A balance must be found here in order to obtain a discriminative visualization (a visualization that is dominated by the class structure as induced by the classifier) that also locally incorporates as much structure of the original data as possible.

**The [DeepView-paper](https://www.ijcai.org/Proceedings/2020/0319.pdf) suggests the following tuning method for $\lambda$:**

As a metric for how well the embedding $\pi$ is representing the view of the model, the consistency of the point clusters in the embedding with the models predictions can be used:
> [...] points that are close to each other should be points that are classified similarity by the classification model.

To evaluate on this, a KNN model is trained on the embedded samples with the model predictions as labels.
Thus, the leave-one-out error $Q_{kNN}$ of this classifier is the according metric. In order to tune $\lambda$,

> [...] we evaluate $\pi$ for $Q_{kNN}$ with $\lambda \in [0.2;0.8]$ and choose the largest one that does not degrade $Q_{kNN}$ significantly.[...]

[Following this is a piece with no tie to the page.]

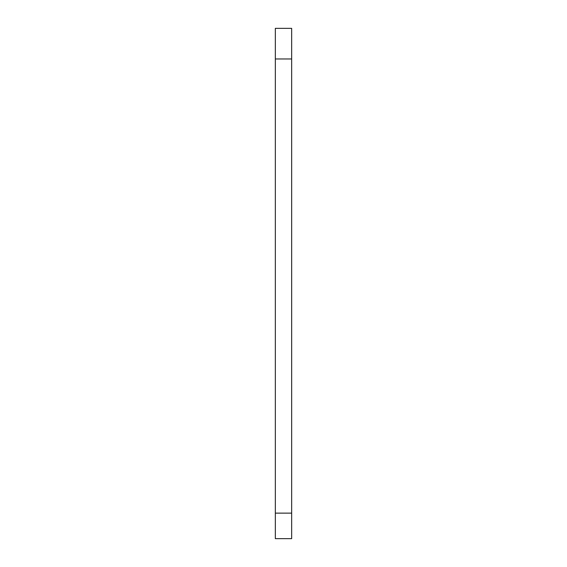 <?xml version="1.0" encoding="UTF-8"?>
<svg xmlns="http://www.w3.org/2000/svg" width="567" height="567" viewBox="0 0 567 567"><rect width="100%" height="100%" fill="white"/><g stroke="black" fill="none" stroke-linecap="round" stroke-linejoin="round"><path stroke-width="0.85" d="M291.665 513.135L291.665 28.35L275.335 28.35L275.335 538.65L291.665 538.65L291.665 513.135L275.335 513.135M291.665 58.968L275.335 58.968"/></g></svg>
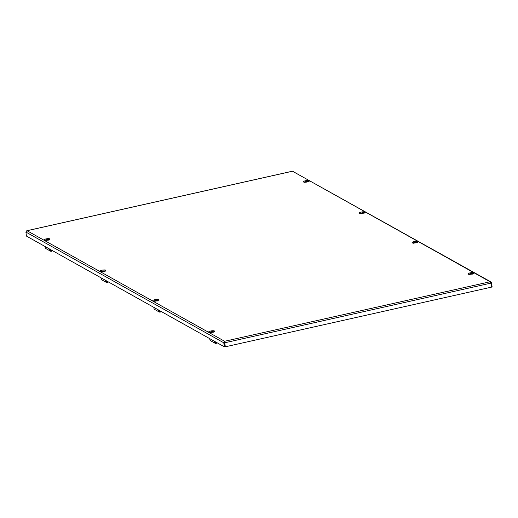 <?xml version="1.0" encoding="UTF-8"?>
<svg xmlns="http://www.w3.org/2000/svg" width="518" height="518" viewBox="0 0 518 518"><rect width="100%" height="100%" fill="white"/><g stroke="black" fill="none" stroke-linecap="round" stroke-linejoin="round"><path stroke-width="0.78" d="M292.469 171.231L490.909 281.909L490.073 281.766L491.096 283.081L491.653 287.101L225.311 346.801L224.605 341.271L223.782 342.793L224.255 342.689L224.812 346.71L224.339 346.814L223.782 342.793L25.9 232.07L26.651 230.853M490.993 282.841L491.543 282.776L490.909 281.909M491.543 282.776L492.1 286.797L491.627 286.907L490.773 282.427M224.644 341.582L224.255 342.689M25.9 232.07L26.457 236.091L224.339 346.814M224.579 342.683L224.605 341.271L490.073 281.766L292.515 171.225L27.04 230.724L224.605 341.271M491.096 283.081L224.754 342.78L225.311 346.801M305.905 181.792L307.18 181.598L305.911 181.805M306.093 181.507L306.779 181.423L306.714 181.857L306.093 181.507M52.072 250.421A1.282 1.178 -60.8 0 1 50.117 249.326M50.207 249.378A1.101 1.017 119.2 0 0 51.858 250.304M49.676 249.087A1.807 1.664 119.2 0 0 50.401 251.107L46.057 248.672A1.807 1.664 -60.8 0 1 45.331 246.652M50.401 251.107A1.807 1.664 119.2 0 0 52.506 250.667M46.549 239.925L47.831 239.743L46.555 239.931M46.737 239.64L47.423 239.556L47.358 239.989L46.737 239.64M102.454 271.205L103.736 271.024L102.46 271.218M102.648 270.92L103.335 270.836L103.27 271.27L102.648 270.92M107.977 281.708A1.282 1.178 -60.8 0 1 106.022 280.607M106.112 280.659A1.101 1.017 119.2 0 0 107.763 281.585M105.588 280.368A1.807 1.664 119.2 0 0 106.313 282.388L101.962 279.953A1.807 1.664 -60.8 0 1 101.237 277.933M106.313 282.388A1.807 1.664 119.2 0 0 108.411 281.947M361.81 213.073L363.092 212.892L361.81 213.073M362.004 212.788L362.691 212.704L362.626 213.138L362.004 212.788M211.163 332.032L212.445 331.85L211.163 332.032M211.357 331.747L212.037 331.662L211.972 332.096L211.357 331.747M216.686 342.534A1.282 1.178 -60.8 0 1 214.73 341.433M214.821 341.485A1.101 1.017 119.2 0 0 216.472 342.411M214.29 341.194A1.807 1.664 119.2 0 0 215.022 343.214L210.671 340.779A1.807 1.664 -60.8 0 1 209.945 338.759M215.022 343.214A1.807 1.664 119.2 0 0 217.12 342.774M470.519 273.899L471.801 273.718L470.519 273.899M470.713 273.614L471.399 273.53L471.335 273.964L470.713 273.614M155.258 300.751L156.533 300.569L155.264 300.757M155.445 300.466L156.132 300.382L156.067 300.816L155.445 300.466M160.781 311.247A1.282 1.178 -60.8 0 1 158.819 310.152M158.916 310.204A1.101 1.017 119.2 0 0 160.561 311.13M158.385 309.913A1.807 1.664 119.2 0 0 159.11 311.933L154.765 309.499A1.807 1.664 -60.8 0 1 154.04 307.478M159.11 311.933A1.807 1.664 119.2 0 0 161.215 311.493M414.614 242.618L415.896 242.437L414.62 242.625M414.801 242.333L415.488 242.249L415.423 242.683L414.801 242.333M472.209 273.705A2.26 0.563 172.1 0 1 472.895 273.769M471.84 273.569A2.26 0.563 172.1 0 1 473.089 273.692M469.004 274.262A2.26 0.563 172.1 0 1 470.176 273.802M472.015 274.054A3.017 0.758 172.1 0 1 468.175 274.106A3.017 0.758 172.1 0 1 469.943 272.895A3.017 0.758 172.1 0 1 473.782 272.85A3.017 0.758 172.1 0 1 472.015 274.054M416.304 242.424A2.26 0.563 172.1 0 1 416.99 242.489M415.928 242.288A2.26 0.563 172.1 0 1 417.184 242.411M413.099 242.974A2.26 0.563 172.1 0 1 414.27 242.515M416.109 242.774A3.017 0.758 172.1 0 1 412.263 242.825A3.017 0.758 172.1 0 1 414.031 241.615A3.017 0.758 172.1 0 1 417.877 241.563A3.017 0.758 172.1 0 1 416.109 242.774M213.539 331.902A2.26 0.563 -7.9 0 0 212.853 331.837M213.733 331.824A2.26 0.563 -7.9 0 0 212.477 331.701M210.82 331.934A2.26 0.563 -7.9 0 0 209.648 332.394M210.586 331.028A3.017 0.758 -7.9 0 0 208.812 332.239A3.017 0.758 -7.9 0 0 212.658 332.187A3.017 0.758 -7.9 0 0 214.426 330.983A3.017 0.758 -7.9 0 0 210.586 331.028M157.634 300.621A2.26 0.563 -7.9 0 0 156.948 300.557M157.828 300.544A2.26 0.563 -7.9 0 0 156.572 300.421M154.914 300.647A2.26 0.563 -7.9 0 0 153.742 301.107M154.675 299.747A3.017 0.758 -7.9 0 0 152.907 300.958A3.017 0.758 -7.9 0 0 156.753 300.906A3.017 0.758 -7.9 0 0 158.521 299.695A3.017 0.758 -7.9 0 0 154.675 299.747M363.5 212.879A2.26 0.563 172.1 0 1 364.193 212.943M363.131 212.743A2.26 0.563 172.1 0 1 364.381 212.866M360.295 213.435A2.26 0.563 172.1 0 1 361.467 212.976M363.306 213.228A3.017 0.758 172.1 0 1 359.466 213.28A3.017 0.758 172.1 0 1 361.234 212.069A3.017 0.758 172.1 0 1 365.073 212.024A3.017 0.758 172.1 0 1 363.306 213.228M104.83 271.076A2.26 0.563 -7.9 0 0 104.144 271.011M105.024 270.998A2.26 0.563 -7.9 0 0 103.775 270.875M102.111 271.108A2.26 0.563 -7.9 0 0 100.939 271.568M101.878 270.202A3.017 0.758 -7.9 0 0 100.11 271.413A3.017 0.758 -7.9 0 0 103.95 271.361A3.017 0.758 -7.9 0 0 105.717 270.156A3.017 0.758 -7.9 0 0 101.878 270.202M48.925 239.795A2.26 0.563 -7.9 0 0 48.239 239.73M49.119 239.717A2.26 0.563 -7.9 0 0 47.863 239.594M46.206 239.821A2.26 0.563 -7.9 0 0 45.034 240.281M45.966 238.921A3.017 0.758 -7.9 0 0 44.198 240.132A3.017 0.758 -7.9 0 0 48.044 240.08A3.017 0.758 -7.9 0 0 49.812 238.869A3.017 0.758 -7.9 0 0 45.966 238.921M307.595 181.598A2.26 0.563 172.1 0 1 308.281 181.663M307.219 181.462A2.26 0.563 172.1 0 1 308.475 181.585M304.39 182.148A2.26 0.563 172.1 0 1 305.562 181.689M307.401 181.947A3.017 0.758 172.1 0 1 303.554 181.999A3.017 0.758 172.1 0 1 305.329 180.788A3.017 0.758 172.1 0 1 309.168 180.737A3.017 0.758 172.1 0 1 307.401 181.947M304.597 182.174A2.26 0.563 172.1 0 1 305.238 181.922M45.882 240.054A2.26 0.563 -7.9 0 0 45.241 240.307M101.787 271.335A2.26 0.563 -7.9 0 0 101.146 271.587M360.502 213.455A2.26 0.563 172.1 0 1 361.15 213.202M154.591 300.88A2.26 0.563 -7.9 0 0 153.95 301.133M210.496 332.161A2.26 0.563 -7.9 0 0 209.855 332.414M413.306 243A2.26 0.563 172.1 0 1 413.947 242.748M469.211 274.281A2.26 0.563 172.1 0 1 469.852 274.028M468.842 274.514L468.641 274.171L471.95 274.041L473.413 273.51L473.316 273.892M412.937 243.233L412.736 242.89L416.045 242.761L417.508 242.23L417.411 242.612M209.486 332.647L209.285 332.303L212.594 332.174L214.057 331.643L213.96 332.025M153.581 301.366L153.38 301.023L156.689 300.893L158.152 300.362L158.055 300.744M360.133 213.688L359.939 213.345L363.241 213.215L364.704 212.684L364.607 213.066M100.777 271.82L100.576 271.477L103.885 271.348L105.348 270.817L105.251 271.199M44.872 240.54L44.671 240.197L47.98 240.067L49.443 239.536L49.346 239.918M304.228 182.407L304.027 182.064L307.336 181.935L308.799 181.404L308.702 181.786M26.858 230.724L292.482 171.186M306.779 181.423L308.016 182.019M305.976 181.533L304.953 182.446M47.423 239.556L48.66 240.158M46.62 239.672L45.59 240.579M103.335 270.836L104.565 271.438M102.525 270.953L101.502 271.859M362.691 212.704L363.921 213.306M361.881 212.82L360.858 213.727M212.037 331.662L213.274 332.265M211.234 331.779L210.211 332.685M471.399 273.53L472.63 274.132M470.59 273.646L469.567 274.553M156.132 300.382L157.368 300.984M155.329 300.498L154.299 301.405M415.488 242.249L416.725 242.845M414.685 242.359L413.655 243.272"/></g></svg>

This is applied here for 6 values linearly distributed accross $[0; 1]$

In [None]:
from deepview.evaluate import evaluate_umap

print('Evaluation of DeepView: %s\n' % deepview.title)

for l in np.linspace(0., 1., 6):
    deepview.verbose = False
    deepview.set_lambda(l)
    q_knn = evaluate_umap(deepview, True)
    print('Lambda: %.2f - Q_kNN: %.3f' % (l, q_knn))

In [None]:
for l in np.linspace(0.6, 0.8, 6):
    deepview.verbose = False
    deepview.set_lambda(l)
    q_knn = evaluate_umap(deepview, True)
    print('Lambda: %.2f - Q_kNN: %.3f' % (l, q_knn))

**Results**

These values show, that around  $\lambda = 0.64$ a jump seems to occur (this varies a bit due to the randomly selected data subset). Hence, a value around this is reasonable here.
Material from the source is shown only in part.